Gradient-Free Privacy Leakage in Federated Language Models through Selective Weight Tampering
This addresses privacy risks for users of federated learning in sensitive applications like healthcare, though it is incremental as it builds on known vulnerabilities.
The paper tackles privacy leakage in federated language models by showing that intermediate model snapshots and selective weight tampering by malicious participants can increase leakage without gradient access, achieving up to 71% private data reconstruction and a 29% boost in membership inference recall.

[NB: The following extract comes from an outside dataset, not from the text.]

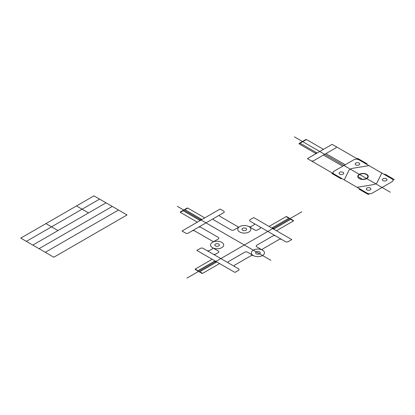 <?xml version="1.0" encoding="UTF-8"?>
<svg xmlns="http://www.w3.org/2000/svg" width="415" height="415" viewBox="0 0 415 415"><rect width="100%" height="100%" fill="white"/><g stroke="black" fill="none" stroke-linecap="round" stroke-linejoin="round"><path stroke-width="0.62" d="M275.633 235.953L285.473 241.634A1.961 1.131 0 0 0 288.243 241.634L291.802 239.579L253.721 217.59L250.162 219.649A1.961 1.131 0 0 0 250.162 221.247L275.633 235.953A1.961 1.131 0 0 0 272.863 235.953L256.776 245.239A1.961 1.131 0 0 0 256.776 246.837L262.56 250.178M281.816 239.522A1.961 1.131 0 0 0 279.046 239.522L262.944 248.818A1.961 1.131 0 0 0 262.856 250.359A6.557 3.787 0 0 1 262.56 255.531A6.557 3.787 0 0 1 253.601 255.702A1.961 1.131 0 0 0 250.925 255.754L234.828 265.05A1.961 1.131 0 0 0 234.828 266.648L238.485 268.759A1.961 1.131 0 0 1 238.485 270.362L234.926 272.416L196.845 250.432L200.404 248.372A1.961 1.131 0 0 1 203.174 248.372L206.831 250.489A1.961 1.131 0 0 0 209.601 250.489L212.101 249.042A1.961 1.131 0 0 0 212.19 247.501A6.557 3.787 0 0 0 212.485 247.682A6.557 3.787 0 0 0 223.457 245.986A6.557 3.787 0 0 0 215.421 241.348A6.557 3.787 0 0 0 212.485 247.682L218.269 251.023A1.961 1.131 0 0 1 218.269 252.621L215.784 254.058A1.961 1.131 0 0 1 213.014 254.058L206.831 250.489M256.304 253.793A2.293 1.323 0 0 0 260.143 253.197A2.293 1.323 0 0 0 257.331 251.578A2.293 1.323 0 0 0 256.304 253.793M242.702 230.237A2.293 1.323 0 0 0 246.541 229.64A2.293 1.323 0 0 0 243.73 228.017A2.293 1.323 0 0 0 242.702 230.237M215.499 245.939A2.293 1.323 0 0 0 219.338 245.348A2.293 1.323 0 0 0 216.526 243.724A2.293 1.323 0 0 0 215.499 245.939M234.828 266.648L228.644 263.079A1.961 1.131 0 0 1 228.644 261.481L244.731 252.19A1.961 1.131 0 0 1 247.501 252.19L253.29 255.531A6.557 3.787 0 0 0 264.256 253.835A6.557 3.787 0 0 0 256.226 249.197A6.557 3.787 0 0 0 253.29 255.531M260.003 226.927A1.961 1.131 0 0 1 260.003 228.525L257.518 229.962A1.961 1.131 0 0 1 254.748 229.962L248.959 226.621M253.819 223.358A1.961 1.131 0 0 1 253.819 224.956L251.319 226.398A1.961 1.131 0 0 1 248.647 226.45M213.808 218.363L223.649 212.677A1.961 1.131 0 0 0 223.649 211.079L220.09 209.025L182.003 231.01L185.567 233.069A1.961 1.131 0 0 0 188.337 233.069L213.808 218.363A1.961 1.131 0 0 0 213.808 219.96L231.129 229.962A1.961 1.131 0 0 0 233.899 229.962L239.688 226.621M204.756 217.875L187.756 208.06L187.134 208.06L180.338 211.987L180.338 212.345L197.338 222.16M276.473 230.724L293.472 220.91L293.472 220.552L286.677 216.63L286.054 216.63L269.055 226.445M219.592 263.567L202.593 273.381L201.97 273.381L195.175 269.454L195.175 269.096L212.174 259.282M212.485 242.329L218.269 238.988A1.961 1.131 0 0 0 218.269 237.385L200.948 227.384A1.961 1.131 0 0 0 198.178 227.384M238.807 227.254L219.992 216.391A1.961 1.131 0 0 1 219.992 214.794M213.58 241.815L194.765 230.953A1.961 1.131 0 0 0 191.995 230.953M301.793 211.826L186.942 278.133M270.865 260.324L177.319 206.322M184.665 209.487L201.477 219.198L199.625 220.266L182.808 210.561M291.003 219.125L274.185 228.836L272.328 227.762L289.146 218.057M197.644 270.881L214.462 261.175L216.319 262.244L199.501 271.955M187.756 208.06L184.976 209.668M183.119 210.737L180.338 212.345M293.472 220.91L290.687 219.307M288.835 218.233L286.054 216.63M202.593 273.381L199.812 271.773M197.96 270.705L195.175 269.096M228.644 263.079L213.014 254.058M239.688 231.975A6.557 3.787 0 0 0 250.66 230.278A6.557 3.787 0 0 0 242.625 225.641A6.557 3.787 0 0 0 239.688 231.975M390.313 192.228L294.427 136.867M367.228 193.177L307.385 158.623L332.114 144.347L391.962 178.896A3.496 2.018 0 0 1 391.962 181.754L372.177 193.177A3.496 2.018 0 0 1 367.228 193.177M334.091 174.046A3.496 2.018 0 0 1 334.091 171.188L353.876 159.765A3.496 2.018 0 0 1 358.825 159.765M392.979 180.24L394.25 179.508L384.97 174.15L384.352 174.507M366.429 164.158L367.047 163.8L357.766 158.447L356.501 159.178M341.701 178.434L341.083 178.792L331.803 173.434L333.074 172.702M369.552 193.763L368.281 194.5L359.006 189.141L359.623 188.784M383.04 180.624A2.293 1.323 0 0 0 386.873 180.027A2.293 1.323 0 0 0 384.067 178.409A2.293 1.323 0 0 0 383.04 180.624M366.974 189.899A2.293 1.323 0 0 0 370.813 189.302A2.293 1.323 0 0 0 368.001 187.684A2.293 1.323 0 0 0 366.974 189.899M339.771 174.191A2.293 1.323 0 0 0 343.61 173.6A2.293 1.323 0 0 0 340.798 171.976A2.293 1.323 0 0 0 339.771 174.191M355.837 164.916A2.293 1.323 0 0 0 359.675 164.324A2.293 1.323 0 0 0 356.864 162.701A2.293 1.323 0 0 0 355.837 164.916M335.673 146.402A1.961 1.131 0 0 1 335.673 147.999L313.714 160.683A1.961 1.131 0 0 1 310.944 160.683M323.456 149.343L306.462 139.528L305.834 139.528L299.039 143.455L299.039 143.813L316.038 153.628M306.462 139.528L299.039 143.813M315.545 153.343L316.614 152.725L299.796 143.014M359.317 178.611A5.245 3.03 0 0 0 368.095 177.257A5.245 3.03 0 0 0 361.667 173.548A5.245 3.03 0 0 0 359.317 178.611M360.36 179.083L361.315 178.533L359.457 177.459L358.508 178.009M360.687 178.896A4.804 2.775 0 0 0 367.763 176.94A4.804 2.775 0 0 0 362.217 173.735A4.804 2.775 0 0 0 358.83 177.822M342.749 166.192L323.456 155.054M345.223 164.765L325.931 153.628M381.821 173.045L376.877 183.041L374.403 184.468L357.092 187.321M368.961 165.621L351.65 168.474L349.176 169.906L344.232 179.897M127.042 214.954L53.826 257.227L20.75 238.132L93.966 195.859L127.042 214.954M118.514 210.032L45.297 252.304M112.273 206.431L39.057 248.699M106.033 202.826L32.816 245.099M99.584 199.101L26.368 241.374M88.561 212.916L76.495 205.949M57.981 230.569L45.92 223.602"/></g></svg>
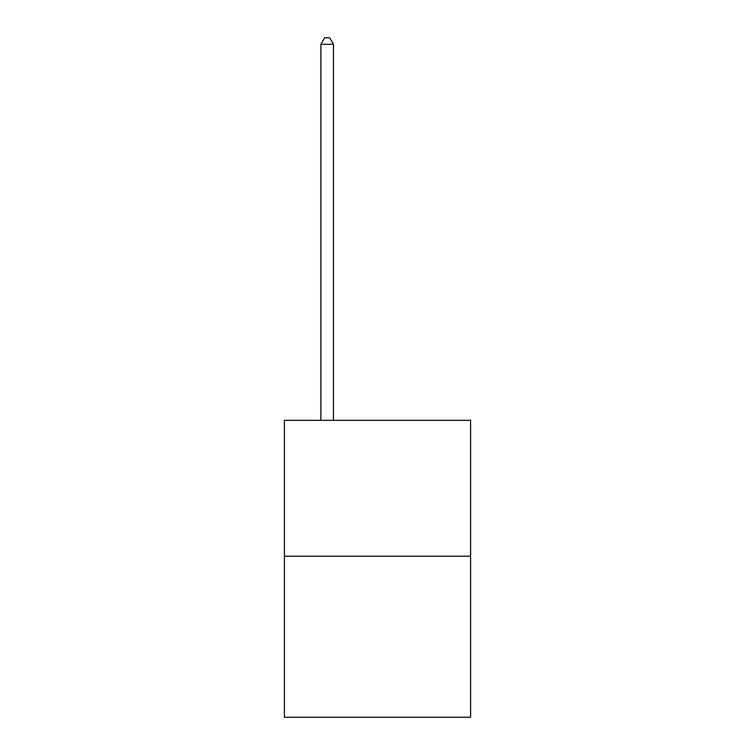 <?xml version="1.0" encoding="UTF-8"?>
<svg xmlns="http://www.w3.org/2000/svg" width="755" height="755" viewBox="0 0 755 755"><rect width="100%" height="100%" fill="white"/><g stroke="black" fill="none" stroke-linecap="round" stroke-linejoin="round"><path stroke-width="1.13" d="M470.601 556.208L470.601 420.327L284.399 420.327L284.399 717.25L470.601 717.25L470.601 556.208L284.399 556.208M333.465 420.327L333.465 44.29L320.884 44.29L320.884 420.327M320.884 44.29L324.659 37.75L329.69 37.75L333.465 44.29"/></g></svg>

Federated learning (FL) has become a key component in various language modeling applications such as machine translation, next-word prediction, and medical record analysis. These applications are trained on datasets from many FL participants that often include privacy-sensitive data, such as healthcare records, phone/credit card numbers, login credentials, etc. Although FL enables computation without necessitating clients to share their raw data, existing works show that privacy leakage is still probable in federated language models. In this paper, we present two novel findings on the leakage of privacy-sensitive user data from federated large language models without requiring access to gradients. Firstly, we make a key observation that model snapshots from the intermediate rounds in FL can cause greater privacy leakage than the final trained model. Secondly, we identify that a malicious FL participant can aggravate the leakage by tampering with the model's selective weights that are responsible for memorizing the sensitive training data of some other clients, even without any cooperation from the server. Our best-performing method increases the membership inference recall by 29% and achieves up to 71% private data reconstruction, evidently outperforming existing attacks that consider much stronger adversary capabilities. Lastly, we recommend a balanced suite of techniques for an FL client to defend against such privacy risk.